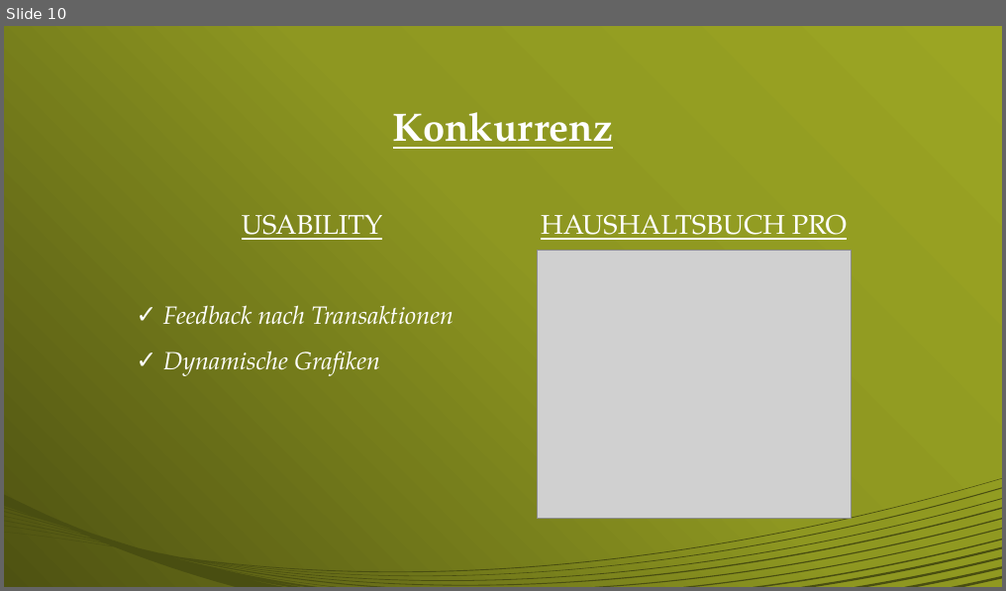
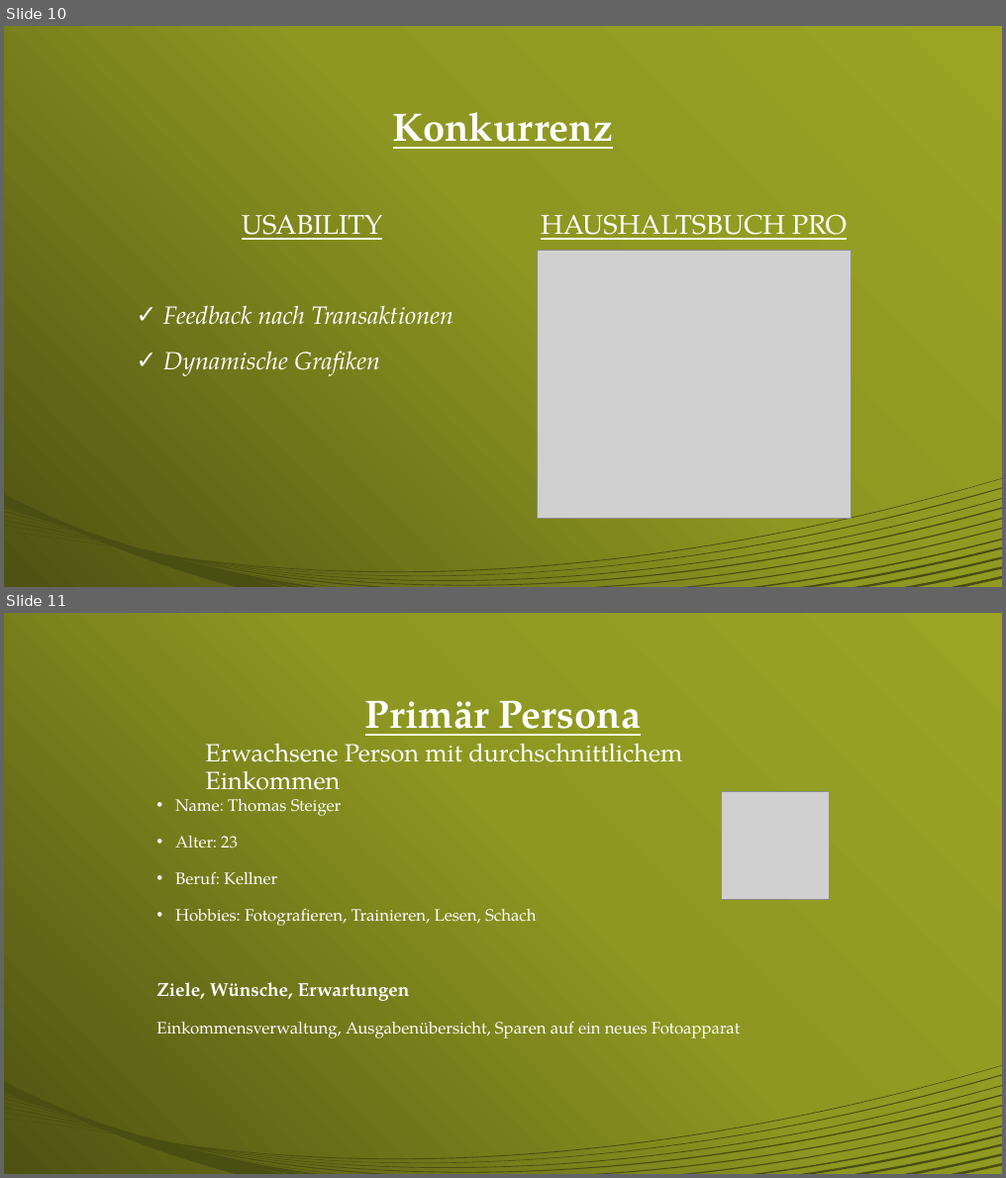
Before and after one commit to TarikPe/HCI, a slide deck: M1/präsentation/M1GruppeFreitagTeam10Präsentation.pptx. Shown one above the other, each under a label of ours: slide 10 before the commit, slides 10 and 11 after it. The pictures are 1006x591 and 1006x1178 pixels, drawn with LibreOffice and Linux fonts; fonts in the diff are those of the drawing; grey boxes stand for pictures. Boxes give left, top, right and bottom in pixels: in the first picture for what was removed or moved away, otherwise in the second. Text is boxed around its words. In the diff, an @@ line names an element or a change of style, - is before the commit and + after.

```diff
--- a/M1/präsentation/M1GruppeFreitagTeam10Präsentation.pptx
+++ b/M1/präsentation/M1GruppeFreitagTeam10Präsentation.pptx
@@ slide 11 added at <box>4,613,1002,1174</box>, background gradient #9DA625 to #8E9721 to #4E5312; not listed: 1 template element that a slide beside it also shows @@
@@ title added at <box>365,700,641,736</box>, 38 pt, text #FFFFFF, bold, underline @@
+Primär Persona
@@ text added at <box>205,743,682,790</box>, 24 pt, text #FFFFFF @@
+Erwachsene Person mit durchschnittlichem Einkommen
@@ text added at <box>156,799,740,1039</box>, 16 pt, text #FFFFFF @@
+• Name: Thomas Steiger
+• Alter: 23
+• Beruf: Kellner
+• Hobbies: Fotografieren, Trainieren, Lesen, Schach
+Ziele, Wünsche, Erwartungen
+Einkommensverwaltung, Ausgabenübersicht, Sparen auf ein neues Fotoapparat
@@ picture added at <box>721,792,829,900</box> @@
```
Also in this commit, not shown: 6 other slides added, 6 other files.

------------------------------

● **Work to complete**: In your copy of the entries above, keep the text exact and leave out the pictures.

● **Exercise answer**:
Before and after one commit to TarikPe/HCI, a slide deck: M1/präsentation/M1GruppeFreitagTeam10Präsentation.pptx. Shown one above the other, each under a label of ours: slide 10 before the commit, slides 10 and 11 after it. The pictures are 1006x591 and 1006x1178 pixels, drawn with LibreOffice and Linux fonts; fonts in the diff are those of the drawing; grey boxes stand for pictures. Boxes give left, top, right and bottom in pixels: in the first picture for what was removed or moved away, otherwise in the second. Text is boxed around its words. In the diff, an @@ line names an element or a change of style, - is before the commit and + after.

```diff
--- a/M1/präsentation/M1GruppeFreitagTeam10Präsentation.pptx
+++ b/M1/präsentation/M1GruppeFreitagTeam10Präsentation.pptx
@@ slide 11 added at <box>4,613,1002,1174</box>, background gradient #9DA625 to #8E9721 to #4E5312; not listed: 1 template element that a slide beside it also shows @@
@@ title added at <box>365,700,641,736</box>, 38 pt, text #FFFFFF, bold, underline @@
+Primär Persona
@@ text added at <box>205,743,682,790</box>, 24 pt, text #FFFFFF @@
+Erwachsene Person mit durchschnittlichem Einkommen
@@ text added at <box>156,799,740,1039</box>, 16 pt, text #FFFFFF @@
+• Name: Thomas Steiger
+• Alter: 23
+• Beruf: Kellner
+• Hobbies: Fotografieren, Trainieren, Lesen, Schach
+Ziele, Wünsche, Erwartungen
+Einkommensverwaltung, Ausgabenübersicht, Sparen auf ein neues Fotoapparat
@@ picture added at <box>721,792,829,900</box> @@
```
Also in this commit, not shown: 6 other slides added, 6 other files.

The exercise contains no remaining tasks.